Best of this week in our opinion pages: from the call for a more inclusive job market to flooding and big tech mergers
As the tense exchanges between the UK and France over migration remain on top of the news, Eliot Wilson looks at Home Secretary Priti Patel’s management – or mismanagement – of the Channel crisis. To achieve a long-term solution and avoid further tragedies, the government should firstly stop the dangerous crossings, and secondly modernise the asylum process so that people in need of a safe haven can have the answers they deserve on time.
The UK must project a message that we welcome refugees, but that we will do everything to frustrate the people-traffickers.
Eliot Wilson
On Tuesday, Josh Wintersgill argued that people with disabilities still struggle immensely to harness their talent and grab the best opportunities in the job market.

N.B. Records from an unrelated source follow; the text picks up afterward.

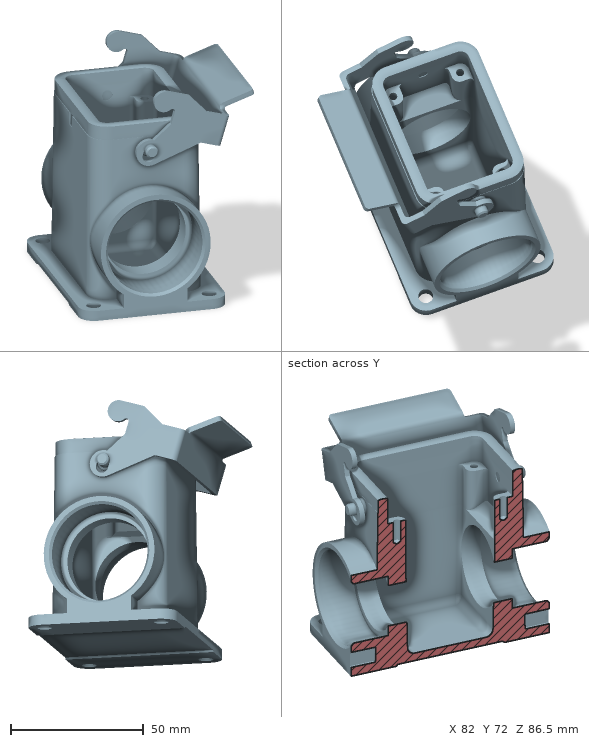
import cadquery as cq
import math

BASE_LENGTH = 82.0
BASE_WIDTH = 57.3
BASE_THICKNESS = 4.0
BASE_CORNER_RADIUS = 6.2
BASE_HOLE_DIAMETER = 5.6
BASE_HOLE_X = 35.0
BASE_HOLE_Y = 22.6
CHANNEL_DEPTH = 0.7
CHANNEL_HALF_LENGTH = 21.6

TOWER_BOTTOM_HALF_X = 31.0
TOWER_BOTTOM_HALF_Y = 22.2
TOWER_TOP_HALF_X = 29.9
TOWER_TOP_HALF_Y = 21.55
NECK_HALF_X = 29.85
NECK_HALF_Y = 21.3
NECK_Z = 67.9
RIM_TOP_Z = 73.6
RIM_CROWN_HEIGHT = 0.35
RIM_EDGE_Z = RIM_TOP_Z - RIM_CROWN_HEIGHT
OUTER_CORNER_RADIUS = 7.5
RIM_WALL = 4.1

KEY_WIDTH = 3.5
KEY_HEIGHT = 4.7
KEY_DEPTH = 1.0

MOUTH_HALF_X = NECK_HALF_X - RIM_WALL
MOUTH_HALF_Y = NECK_HALF_Y - RIM_WALL
MOUTH_DRAFT = 0.1
MOUTH_CORNER_RADIUS = OUTER_CORNER_RADIUS - RIM_WALL
FUNNEL_TOP_Z = 48.9
FUNNEL_BOTTOM_Z = 45.1
CAVITY_TOP_HALF_X = 18.35
CAVITY_BOTTOM_HALF_X = 17.5
CAVITY_BOTTOM_HALF_Y = 16.5
CAVITY_FLOOR_RADIUS = 2.9
CAVITY_FLOOR_Z = 4.15

POST_TOP_Z = 62.4
POST_INNER_Y = 9.95
POST_NOSE_RADIUS = 2.9
POST_ROOT_RADIUS = 1.5
POST_HOLE_DIAMETER = 3.0
POST_HOLE_DEPTH = 8.65
POST_HOLE_X = 22.0
POST_HOLE_Y = 13.5
DRILL_POINT_ANGLE = 118.0

COLLAR_Z = 26.9
COLLAR_DIAMETER = 42.9
COLLAR_MOUTH_DIAMETER = 38.9
COLLAR_SOCKET_DIAMETER = 37.0
COLLAR_BORE_DIAMETER = 32.0
COLLAR_CHAMFER_LENGTH = 1.0
WEB_HALF_WIDTH = 12.5

PIVOT_Z = 63.7
PIVOT_DIAMETER = 4.8
PIVOT_END_X = 36.4
PIVOT_CHAMFER = 0.6
BOSS_DIAMETER = 7.0
BOSS_END_X = 31.1
BOSS_CHAMFER = 0.4
DIMPLE_DIAMETER = 4.0
DIMPLE_DEPTH = 0.2

SHEET = 2.0
LATCH_TILT = 16.5
ARM_OUTER_X = 33.6
ARM_INNER_X = ARM_OUTER_X - SHEET
SLOT_LENGTH = 2.5
EYE_V = -SLOT_LENGTH / 2
EYE_RADIUS = 5.1
HOOK_V = 19.55
HOOK_RADIUS = 4.1
HOOK_TOP_V = HOOK_V + HOOK_RADIUS
HOOK_THROAT_U = 5.1
HOOK_THROAT_RADIUS = 1.0
THROAT_BOTTOM_V = 11.6
EYE_CORNER_V = 3.5
SHOULDER_LOW_U = 18.1
SHOULDER_HIGH_U = 9.35
HEEL_U = 18.6
PLATE_BOTTOM_V = 6.5
PLATE_TOP_V = 18.6
PLATE_OUTER_U = 27.1
PLATE_INNER_U = PLATE_OUTER_U - SHEET
LATCH_BEND_RADIUS = 1.9

TAB_HALF_WIDTH = 25.1
TAB_ANGLE = 35.2
TAB_ROOT_V = 20.4
TAB_LENGTH = 13.6
TAB_TIP_RADIUS = 1.5
TAB_BEND_INNER_RADIUS = 0.9
TAB_BEND_OUTER_RADIUS = 2.3
RELIEF_RADIUS = 1.65

SIDES = (-1, 1)


def rounded_block(half_x, half_y, radius, z_low, z_high):
    """Upright block with rounded vertical edges, centred on the Z axis."""
    block = cq.Workplane("XY", origin=(0, 0, z_low)).rect(2 * half_x, 2 * half_y).extrude(z_high - z_low)
    return block.edges("|Z").fillet(radius)


def taper(low, high, z_low, z_high):
    """Block that tapers between two rectangles, each given as (half X, half Y)."""
    size_x = 2 * low[0]
    size_y = 2 * low[1]
    inset_x = low[0] - high[0]
    inset_y = low[1] - high[1]
    wedge = cq.Solid.makeWedge(
        size_x, z_high - z_low, size_y, inset_x, inset_y, size_x - inset_x, size_y - inset_y
    )
    upright = cq.Workplane(wedge).rotate((0, 0, 0), (1, 0, 0), 90)
    return upright.translate((-low[0], low[1], z_low))


def rounded_taper(low, high, radius, z_low, z_high):
    """Tapered block with its four rising edges rounded."""
    return taper(low, high, z_low, z_high).edges("not #Z").fillet(radius)


def x_cylinder(diameter, x_start, x_end, z):
    """Cylinder along X."""
    return cq.Workplane("YZ", origin=(x_start, 0, z)).circle(diameter / 2).extrude(x_end - x_start)


def base_flange():
    base = rounded_block(BASE_LENGTH / 2, BASE_WIDTH / 2, BASE_CORNER_RADIUS, 0, BASE_THICKNESS)
    holes = cq.Workplane("XY").rect(2 * BASE_HOLE_X, 2 * BASE_HOLE_Y, forConstruction=True).vertices()
    return base.cut(holes.circle(BASE_HOLE_DIAMETER / 2).extrude(BASE_THICKNESS))


def base_channel():
    """Shallow channel with bevelled sides, running along Y under the base."""
    mouth = CHANNEL_HALF_LENGTH + CHANNEL_DEPTH
    outline = [
        (-mouth, 0),
        (-CHANNEL_HALF_LENGTH, CHANNEL_DEPTH),
        (CHANNEL_HALF_LENGTH, CHANNEL_DEPTH),
        (mouth, 0),
    ]
    return cq.Workplane("XZ").polyline(outline).close().extrude(BASE_WIDTH / 2, both=True)


def tower():
    low = (TOWER_BOTTOM_HALF_X, TOWER_BOTTOM_HALF_Y)
    high = (TOWER_TOP_HALF_X, TOWER_TOP_HALF_Y)
    body = rounded_taper(low, high, OUTER_CORNER_RADIUS, BASE_THICKNESS, NECK_Z)
    neck = rounded_block(NECK_HALF_X, NECK_HALF_Y, OUTER_CORNER_RADIUS, NECK_Z, RIM_EDGE_Z)
    return body.union(neck)


def rim_crown():
    """Low rounded crown that runs around the top of the neck wall."""
    path_x = NECK_HALF_X - RIM_WALL / 2
    path_y = NECK_HALF_Y - RIM_WALL / 2
    path_radius = OUTER_CORNER_RADIUS - RIM_WALL / 2
    corner_x = path_x - path_radius
    corner_y = path_y - path_radius
    path = (
        cq.Workplane("XY", origin=(0, 0, RIM_EDGE_Z))
        .moveTo(path_x, 0)
        .lineTo(path_x, corner_y)
        .tangentArcPoint((corner_x, path_y), relative=False)
        .lineTo(-corner_x, path_y)
        .tangentArcPoint((-path_x, corner_y), relative=False)
        .lineTo(-path_x, -corner_y)
        .tangentArcPoint((-corner_x, -path_y), relative=False)
        .lineTo(corner_x, -path_y)
        .tangentArcPoint((path_x, -corner_y), relative=False)
        .close()
    )
    profile = (
        cq.Workplane("XZ")
        .moveTo(NECK_HALF_X, RIM_EDGE_Z)
        .threePointArc((path_x, RIM_TOP_Z), (MOUTH_HALF_X, RIM_EDGE_Z))
        .close()
    )
    return profile.sweep(path)


def key_slot():
    """Block that cuts the keying slot and reaches out past the tower's front face."""
    back_y = -TOWER_TOP_HALF_Y + KEY_DEPTH
    reach = BASE_WIDTH / 2 + back_y
    slot = cq.Workplane("XY").box(KEY_WIDTH, reach, KEY_HEIGHT, centered=(True, False, False))
    return slot.translate((0, -BASE_WIDTH / 2, NECK_Z - KEY_HEIGHT))


def collars():
    """Both cable-entry collars as one tube blank, with the webs that carry them on the base."""
    half_length = BASE_LENGTH / 2
    tube = x_cylinder(COLLAR_DIAMETER, -half_length, half_length, COLLAR_Z)
    web = cq.Workplane("XY").box(BASE_LENGTH, 2 * WEB_HALF_WIDTH, COLLAR_Z - BASE_THICKNESS)
    return tube.union(web.translate((0, 0, (COLLAR_Z + BASE_THICKNESS) / 2)))


def collar_bore():
    """Bore along X: a chamfered socket in each collar, narrowing to the cable passage."""
    half_length = BASE_LENGTH / 2
    mouth_radius = COLLAR_MOUTH_DIAMETER / 2
    socket_radius = COLLAR_SOCKET_DIAMETER / 2
    bore_radius = COLLAR_BORE_DIAMETER / 2
    chamfer_x = half_length - COLLAR_CHAMFER_LENGTH
    outline = [(-half_length, 0), (-half_length, mouth_radius), (-chamfer_x, socket_radius)]
    outline += [(-MOUTH_HALF_X, socket_radius), (-MOUTH_HALF_X, bore_radius)]
    outline += [(-x, radius) for x, radius in reversed(outline)]
    bore = cq.Workplane("XZ").polyline(outline).close().revolve(360, (0, 0, 0), (1, 0, 0))
    return bore.translate((0, 0, COLLAR_Z))


def mouth():
    """Opening inside the neck; its walls lean in a little from the neck line down to the post tops."""
    high = (MOUTH_HALF_X, MOUTH_HALF_Y)
    low = (MOUTH_HALF_X - MOUTH_DRAFT, MOUTH_HALF_Y - MOUTH_DRAFT)
    leaning = rounded_taper(low, high, MOUTH_CORNER_RADIUS, POST_TOP_Z, NECK_Z)
    return leaning.union(rounded_block(*high, MOUTH_CORNER_RADIUS, NECK_Z, RIM_TOP_Z))


def space_between_posts():
    """Cross-shaped space that leaves the corner posts, with sloping funnel floors at its X ends."""
    end_x = MOUTH_HALF_X - MOUTH_DRAFT
    end_y = MOUTH_HALF_Y - MOUTH_DRAFT
    height = POST_TOP_Z - FUNNEL_BOTTOM_Z
    section = (
        cq.Sketch()
        .rect(2 * end_x, 2 * POST_INNER_Y)
        .rect(2 * CAVITY_TOP_HALF_X, 2 * end_y)
        .clean()
    )
    space = cq.Workplane("XY", origin=(0, 0, FUNNEL_BOTTOM_Z)).placeSketch(section).extrude(height)
    middle_z = FUNNEL_BOTTOM_Z + height / 2
    box_x = CAVITY_TOP_HALF_X + POST_ROOT_RADIUS
    box_y = POST_INNER_Y + POST_ROOT_RADIUS
    post_noses = cq.selectors.BoxSelector(
        (-box_x, -box_y, middle_z - POST_ROOT_RADIUS),
        (box_x, box_y, middle_z + POST_ROOT_RADIUS),
    )
    space = space.edges("|Z").edges(post_noses).fillet(POST_NOSE_RADIUS)
    for end in (">X", "<X", ">Y", "<Y"):
        space = space.faces(end).edges("|Z").fillet(POST_ROOT_RADIUS)
    for side in SIDES:
        slope = [
            (side * CAVITY_TOP_HALF_X, FUNNEL_BOTTOM_Z),
            (side * end_x, FUNNEL_BOTTOM_Z),
            (side * end_x, FUNNEL_TOP_Z),
        ]
        wedge = cq.Workplane("XZ").polyline(slope).close().extrude(MOUTH_HALF_Y, both=True)
        space = space.cut(wedge)
    return space


def lower_cavity():
    low = (CAVITY_BOTTOM_HALF_X, CAVITY_BOTTOM_HALF_Y)
    high = (CAVITY_TOP_HALF_X, MOUTH_HALF_Y - MOUTH_DRAFT)
    cavity = taper(low, high, CAVITY_FLOOR_Z, FUNNEL_BOTTOM_Z)
    cavity = cavity.faces("<Z").edges().fillet(CAVITY_FLOOR_RADIUS)
    return cavity.edges("not(#Z or |X or |Y)").fillet(POST_ROOT_RADIUS)


def post_holes():
    """Blind screw holes with a drill point, one in each corner post."""
    radius = POST_HOLE_DIAMETER / 2
    point_depth = POST_HOLE_DEPTH + radius / math.tan(math.radians(DRILL_POINT_ANGLE / 2))
    outline = [(0, 0), (radius, 0), (radius, -POST_HOLE_DEPTH), (0, -point_depth)]
    hole = cq.Workplane("XZ").polyline(outline).close().revolve(360, (0, 0, 0), (0, 1, 0)).val()
    places = cq.Workplane("XY", origin=(0, 0, POST_TOP_Z))
    places = places.rect(2 * POST_HOLE_X, 2 * POST_HOLE_Y, forConstruction=True).vertices()
    return places.eachpoint(lambda place: hole.moved(place))


def pivots():
    """Latch pivot and its boss on each side of the tower, starting inside the tower wall."""
    start_x = (MOUTH_HALF_X + NECK_HALF_X) / 2
    boss = x_cylinder(BOSS_DIAMETER, start_x, BOSS_END_X, PIVOT_Z).faces(">X").chamfer(BOSS_CHAMFER)
    pin = x_cylinder(PIVOT_DIAMETER, start_x, PIVOT_END_X, PIVOT_Z).faces(">X").chamfer(PIVOT_CHAMFER)
    pivot = boss.union(pin)
    return pivot.union(pivot.mirror("YZ"))


def pivot_dimples():
    """Shallow round dimples in the mouth's walls, opposite the pivots."""
    reach = MOUTH_HALF_X + DIMPLE_DEPTH
    return x_cylinder(DIMPLE_DIAMETER, -reach, reach, PIVOT_Z)


def build_housing():
    body = base_flange().union(tower()).union(collars()).union(rim_crown()).union(pivots())
    cuts = [base_channel(), key_slot(), mouth(), space_between_posts(), lower_cavity()]
    cuts += [collar_bore(), post_holes(), pivot_dimples()]
    for cut in cuts:
        body = body.cut(cut)
    return body


def arm_blank():
    """Hook, eye and back end of an arm as a flat plate filling the latch's whole width."""
    width = 2 * ARM_OUTER_X
    plane = cq.Workplane("YZ", origin=(-ARM_OUTER_X, 0, 0))

    heel_v = PLATE_BOTTOM_V - EYE_V
    heel_distance = math.hypot(HEEL_U, heel_v)
    tangent_angle = math.atan2(heel_v, HEEL_U) - math.acos(EYE_RADIUS / heel_distance)
    tangent_u = EYE_RADIUS * math.cos(tangent_angle)
    tangent_v = EYE_V + EYE_RADIUS * math.sin(tangent_angle)

    throat_u = HOOK_THROAT_U - HOOK_THROAT_RADIUS
    centre_distance = HOOK_RADIUS + HOOK_THROAT_RADIUS
    throat_v = HOOK_V - math.sqrt(centre_distance**2 - throat_u**2)
    touch_u = throat_u * HOOK_RADIUS / centre_distance
    touch_v = HOOK_V + (throat_v - HOOK_V) * HOOK_RADIUS / centre_distance
    diagonal = HOOK_THROAT_RADIUS / math.sqrt(2)

    plate = (
        plane.moveTo(0, HOOK_TOP_V)
        .threePointArc((-HOOK_RADIUS, HOOK_V), (touch_u, touch_v))
        .threePointArc((throat_u + diagonal, throat_v + diagonal), (HOOK_THROAT_U, throat_v))
        .lineTo(HOOK_THROAT_U, THROAT_BOTTOM_V)
        .lineTo(0, EYE_CORNER_V)
        .lineTo(tangent_u, tangent_v)
        .lineTo(HEEL_U, PLATE_BOTTOM_V)
        .lineTo(PLATE_OUTER_U, PLATE_BOTTOM_V)
        .lineTo(PLATE_OUTER_U, PLATE_TOP_V)
        .lineTo(SHOULDER_LOW_U, PLATE_TOP_V)
        .lineTo(SHOULDER_HIGH_U, HOOK_TOP_V)
        .close()
        .extrude(width)
    )
    eye = plane.center(0, EYE_V).circle(EYE_RADIUS).extrude(width)
    return plate.union(eye)


def pivot_slot():
    """Upright slot through both arms; its top end bears on the pivots."""
    slot = cq.Workplane("YZ", origin=(-ARM_OUTER_X, 0, 0)).center(0, EYE_V)
    return slot.slot2D(SLOT_LENGTH + PIVOT_DIAMETER, PIVOT_DIAMETER, 90).extrude(2 * ARM_OUTER_X)


def u_bend_prism():
    """U shape of the two arms and the back plate seen from above, far taller than the latch."""
    front_u = -2 * EYE_RADIUS
    height = 2 * HOOK_TOP_V
    outer = cq.Workplane("XY", origin=(0, front_u, 0))
    outer = outer.box(2 * ARM_OUTER_X, PLATE_OUTER_U - front_u, height, centered=(True, False, True))
    inner = cq.Workplane("XY", origin=(0, front_u, 0))
    inner = inner.box(2 * ARM_INNER_X, PLATE_INNER_U - front_u, height, centered=(True, False, True))
    outer = outer.faces(">Y").edges("|Z").fillet(LATCH_BEND_RADIUS)
    inner = inner.faces(">Y").edges("|Z").fillet(LATCH_BEND_RADIUS)
    return outer.cut(inner)


def thumb_tab():
    """Sheet that rises from the back plate, bends outward and ends in a rounded tip."""
    along_u = math.cos(math.radians(TAB_ANGLE))
    along_v = math.sin(math.radians(TAB_ANGLE))
    root_drop = SHEET * math.tan((math.pi / 2 - math.radians(TAB_ANGLE)) / 2)
    tip_u = PLATE_INNER_U + TAB_LENGTH * along_u
    tip_v = TAB_ROOT_V + TAB_LENGTH * along_v
    outline = [
        (PLATE_INNER_U, PLATE_TOP_V - SHEET),
        (PLATE_INNER_U, TAB_ROOT_V),
        (tip_u, tip_v),
        (tip_u + SHEET * along_v, tip_v - SHEET * along_u),
        (PLATE_OUTER_U, TAB_ROOT_V - root_drop),
        (PLATE_OUTER_U, PLATE_TOP_V - SHEET),
    ]
    tab = cq.Workplane("YZ").polyline(outline).close().extrude(TAB_HALF_WIDTH, both=True)
    for (u, v), radius in ((outline[1], TAB_BEND_OUTER_RADIUS), (outline[4], TAB_BEND_INNER_RADIUS)):
        tab = tab.edges(cq.selectors.NearestToPointSelector((0, u, v))).fillet(radius)
    for side in SIDES:
        corner = (side * TAB_HALF_WIDTH, tip_u + SHEET * along_v / 2, tip_v - SHEET * along_u / 2)
        tab = tab.edges(cq.selectors.NearestToPointSelector(corner)).fillet(TAB_TIP_RADIUS)
    return tab


def tab_reliefs():
    """Concave rounds in the back plate's top edge, one at each side of the tab's root."""
    blend = (
        cq.Workplane("XZ", origin=(0, PLATE_OUTER_U, 0))
        .moveTo(TAB_HALF_WIDTH, PLATE_TOP_V)
        .lineTo(TAB_HALF_WIDTH + RELIEF_RADIUS, PLATE_TOP_V)
        .radiusArc((TAB_HALF_WIDTH, PLATE_TOP_V + RELIEF_RADIUS), RELIEF_RADIUS)
        .close()
        .extrude(SHEET)
    )
    return blend.union(blend.mirror("YZ"))


def build_latch():
    latch = arm_blank().intersect(u_bend_prism()).cut(pivot_slot())
    latch = latch.union(thumb_tab()).union(tab_reliefs())
    return latch.rotate((0, 0, 0), (1, 0, 0), -LATCH_TILT).translate((0, 0, PIVOT_Z))


housing = build_housing()
latch = build_latch()
result = cq.Compound.makeCompound([housing.solids().val(), latch.solids().val()])

The government’s Access To Work scheme, providing help and funds to disabled entrepreneurs, is a starting point. However, most people don’t even know about it. Things need to change, for the talent pool of disabled workers is wide and valuable.
Having a physical or hidden disability, like I do, adds a daily need to innovate and problem-solve. That ability to overcome barriers is one of the greatest tools for building a company.
Josh Wintersgill
The NHS backlogs and delays have become a reality for many. Matthew Lesh argues that to solve this crisis, we need to accept and embrace some forms of privatisation of the health system. Denmark has a “Go Private” scheme where if your waiting time exceeds a guarantee, you can pick a private provider and your region will pay for it. It wouldn’t be crazy – if anything, it would be smart – to adopt something similar here.
The United Kingdom is becoming a health service with a country attached.
Matthew Lesh
As the Environment Agency warned Brits to brace for an exceptionally wet winter, Elena Siniscalco looked at the impact that flooding is having on many English homes. One in six homes in England are at risk of flooding, and yet 30 per cent of people living in at-risk areas haven’t put in place protective measures yet. The government must coordinate with local authorities on this issue, and put climate change at the core of the planning reform.
It cannot become the prerogative of those with the most cash to protect people’s homes. Climate change must be at the core of planning reforms, or what we build won’t last the test of time.
Elena Siniscalco
Last but not least, Max von Thun writes that the CMA blocking Facebook (now Meta) from acquiring Giphy is a move that speaks volumes about the regulator’s strategy. The CMA has grown disillusioned with tech mergers. Whether investors will share this belief in the long-term, will be one worth watching.
While the government has sought to put innovation at the heart of its policy agenda and make Britain a “science and technology” superpower, it nonetheless shares the CMA’s scepticism of big tech.